If you are talking about your Tivo Guide getting updated, Comcast doesn't do that. That is the responsibility of Tribune Media, the company that Tivo outsources their guide. Comcast should've let them know that this update has started but since the addition of the new HD channels is ahead of schedule Tribune Media probably doesn't know that some of the Bay Area is done with the addition and hasn't released the new guide data.

Now you could use the form at Tivo.com or the form at Zap2it.com and let them know that there has been a bunch of new channels added to your area. The problem with that ?? There are over 52 new HD channels and a bunch of new SD channels that were added and some of the old channels have had their channel numbers changed. I, for one, am not going to type all those channel numbers and station ID tags for them. On Monday, I'll contact Mr. J. ( Comcast's VP for Communications for Northern Calif. ) and find out WTF's going on and how to get this corrected.

Laters,
Mikef5


----------



## krisjs1767 (Nov 3, 2005)

Dear Mike, Same here in Seattle. Almost two weeks and no TiVo Guide update. 

Do you suggest just waiting or doing something else? Thanks, Kris


----------



## Yog (Feb 3, 2002)

Yep. I know it's something Tivo and their partners have to do, which is why I was talking about Tivo.  Just amazes me it takes so long.

I DID actually send in a change request to them, listing all the new channels, back on Wednesday.


----------



## Mikef5 (Jun 4, 2007)

Yog said:


> Yep. I know it's something Tivo and their partners have to do, which is why I was talking about Tivo.  Just amazes me it takes so long.
> 
> I DID actually send in a change request to them, listing all the new channels, back on Wednesday.


I do the posting for Comcast in the AvsForums, I've been doing that for over 6 years now. I get the notice about lineup changes and such at the same time that other media people do, that would include Tribune Media/Tivo. I would find it hard to believe that Tribune Media/Tivo wasn't notified if I was. The problem, I think, is that they were given a certain date that the roll out would occur and unfortunately the roll out is going faster than what they thought it would. My area ( Milpitas wasn't suppose to get them until the 20th and they've been active since the 14th ). So if Tribune Media is going with the old schedule we won't see guide data for at least another week if not more. I need to talk with Mr. J. and see if there is a better way to coordinate things between Comcast and Tivo so we can get the guides updated without all the hassles.

Laters,
Mikef5


----------



## caddyroger (Mar 15, 2005)

krisjs1767 said:


> Dear Mike, Same here in Seattle.
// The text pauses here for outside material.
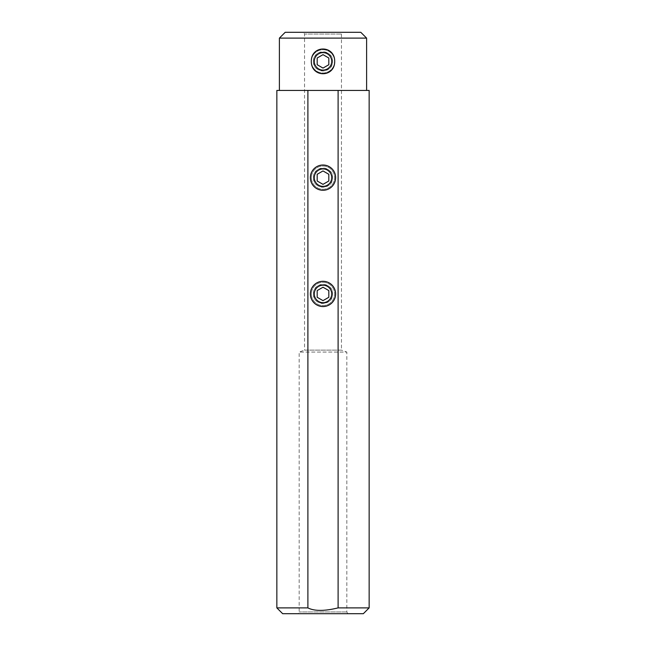 <?xml version="1.0" encoding="UTF-8"?>
<svg xmlns="http://www.w3.org/2000/svg" width="646" height="646" viewBox="0 0 646 646"><rect width="100%" height="100%" fill="white"/><g stroke="black" fill="none" stroke-linecap="round" stroke-linejoin="round"><path stroke-width="0.48" stroke-dasharray="3.23 2.42" d="M360.791 32.3L285.209 32.3M303.531 32.3L342.469 32.3L303.531 32.3L304.541 34.044L341.459 34.044L304.541 34.044L304.541 350.116L341.459 350.116L341.459 34.044L342.469 32.3M347.847 613.7L346.837 611.956L346.837 352.07L299.163 352.07L346.837 352.07L341.459 350.116L304.541 350.116L299.163 352.07L299.163 611.956L298.153 613.7L347.847 613.7L298.153 613.7M313.407 61.37C312.777 73.717 333.223 73.717 332.593 61.37C333.223 49.031 312.777 49.023 313.407 61.37A9.593 9.593 0 0 0 323 70.963A9.593 9.593 0 0 0 332.593 61.37A9.593 9.593 0 0 0 323 51.777A9.593 9.593 0 0 0 313.407 61.37M313.407 177.65C312.777 189.997 333.223 189.997 332.593 177.65C333.223 165.311 312.777 165.303 313.407 177.65A9.593 9.593 0 0 0 323 187.243A9.593 9.593 0 0 0 332.593 177.65A9.593 9.593 0 0 0 323 168.057A9.593 9.593 0 0 0 313.407 177.65M313.407 293.93C312.777 306.277 333.223 306.277 332.593 293.93C333.223 281.591 312.777 281.583 313.407 293.93A9.593 9.593 0 0 0 323 303.523A9.593 9.593 0 0 0 332.593 293.93A9.593 9.593 0 0 0 323 284.337A9.593 9.593 0 0 0 313.407 293.93M276.851 90.44L366.605 90.44L279.395 90.44L338.108 90.44L338.108 607.886L369.149 607.886M366.605 38.114L279.395 38.114M369.149 90.44L338.108 90.44M307.892 90.44L307.892 607.886L276.851 607.886M338.108 607.886C324.437 611.213 314.368 611.213 307.892 607.886M363.335 613.7L282.665 613.7M346.837 611.956L299.163 611.956L346.837 611.956M314.279 61.37A8.721 8.721 0 0 1 323 52.649A8.721 8.721 0 0 1 331.721 61.37A8.721 8.721 0 0 1 323 70.091A8.721 8.721 0 0 1 314.279 61.37M311.372 61.37A11.628 11.628 0 0 0 323 72.998A11.628 11.628 0 0 0 334.628 61.37A11.628 11.628 0 0 0 323 49.742A11.628 11.628 0 0 0 311.372 61.37A11.628 11.628 0 0 1 323 49.742A11.628 11.628 0 0 1 334.628 61.37A11.628 11.628 0 0 1 323 72.998A11.628 11.628 0 0 1 311.372 61.37M323 68.08L328.814 64.729L328.814 58.011L323 54.66L317.186 58.011L317.186 64.729L323 68.08M314.279 177.65A8.721 8.721 0 0 1 323 168.929A8.721 8.721 0 0 1 331.721 177.65A8.721 8.721 0 0 1 323 186.371A8.721 8.721 0 0 1 314.279 177.65M311.372 177.65A11.628 11.628 0 0 0 323 189.278A11.628 11.628 0 0 0 334.628 177.65A11.628 11.628 0 0 0 323 166.022A11.628 11.628 0 0 0 311.372 177.65A11.628 11.628 0 0 1 323 166.022A11.628 11.628 0 0 1 334.628 177.65A11.628 11.628 0 0 1 323 189.278A11.628 11.628 0 0 1 311.372 177.65M323 184.36L328.814 181.009L328.814 174.291L323 170.94L317.186 174.291L317.186 181.009L323 184.36M314.279 293.93A8.721 8.721 0 0 1 323 285.209A8.721 8.721 0 0 1 331.721 293.93A8.721 8.721 0 0 1 323 302.651A8.721 8.721 0 0 1 314.279 293.93M311.372 293.93A11.628 11.628 0 0 0 323 305.558A11.628 11.628 0 0 0 334.628 293.93A11.628 11.628 0 0 0 323 282.302A11.628 11.628 0 0 0 311.372 293.93A11.628 11.628 0 0 1 323 282.302A11.628 11.628 0 0 1 334.628 293.93A11.628 11.628 0 0 1 323 305.558A11.628 11.628 0 0 1 311.372 293.93M323 300.64L328.814 297.289L328.814 290.571L323 287.22L317.186 290.571L317.186 297.289L323 300.64"/><path stroke-width="0.97" d="M279.395 90.44L279.395 38.114L285.209 32.3L360.791 32.3L366.605 38.114L366.605 90.44M334.709 61.37C334.814 44.889 311.186 44.889 311.291 61.37C311.186 77.851 334.814 77.851 334.709 61.37M279.395 38.114L366.605 38.114M338.108 90.44L369.149 90.44L369.149 607.886L338.108 607.886L338.108 90.44L307.892 90.44L307.892 607.886C314.368 611.213 324.437 611.213 338.108 607.886M369.149 607.886L363.335 613.7L282.665 613.7L276.851 607.886L276.851 90.44L307.892 90.44M335.637 293.93A12.637 12.637 0 0 0 323 281.293A12.637 12.637 0 0 0 310.363 293.93A12.637 12.637 0 0 0 323 306.567A12.637 12.637 0 0 0 335.637 293.93M335.637 177.65A12.637 12.637 0 0 0 323 165.013A12.637 12.637 0 0 0 310.363 177.65A12.637 12.637 0 0 0 323 190.287A12.637 12.637 0 0 0 335.637 177.65M276.851 607.886L307.892 607.886M314.279 61.37A8.721 8.721 0 0 0 323 70.091A8.721 8.721 0 0 0 331.721 61.37A8.721 8.721 0 0 0 323 52.649A8.721 8.721 0 0 0 314.279 61.37M317.186 64.729L323 68.08L328.814 64.729L328.814 58.011L323 54.66L317.186 58.011L317.186 64.729M314.279 177.65A8.721 8.721 0 0 0 323 186.371A8.721 8.721 0 0 0 331.721 177.65A8.721 8.721 0 0 0 323 168.929A8.721 8.721 0 0 0 314.279 177.65M317.186 181.009L323 184.36L328.814 181.009L328.814 174.291L323 170.94L317.186 174.291L317.186 181.009M314.279 293.93A8.721 8.721 0 0 0 323 302.651A8.721 8.721 0 0 0 331.721 293.93A8.721 8.721 0 0 0 323 285.209A8.721 8.721 0 0 0 314.279 293.93M317.186 297.289L323 300.64L328.814 297.289L328.814 290.571L323 287.22L317.186 290.571L317.186 297.289"/></g></svg>

Almost two weeks and no TiVo Guide update.
> 
> Do you suggest just waiting or doing something else? Thanks, Kris


I am In the Tacoma area and the guild was messed up . I ran the guild setup again and it fixed the problem.


----------



## CharlesH (Aug 29, 2002)

Mikef5 said:


> So if Tribune Media is going with the old schedule we won't see guide data for at least another week if not more.


Not only don't we get guide info for new channels, there are several channels that moved, so the guide information exists but is for the wrong channel!


----------



## cmillirons (Mar 18, 2009)

Same issue in Atlanta with channel info with new Comcast HD channels. If I manually plug them in, the TiVo goes in and within an hour 'unchecks' all of them! and yes..no guide data either.


----------



## tuler (Nov 10, 2004)

CharlesH said:


> Not only don't we get guide info for new channels, there are several channels that moved, so the guide information exists but is for the wrong channel!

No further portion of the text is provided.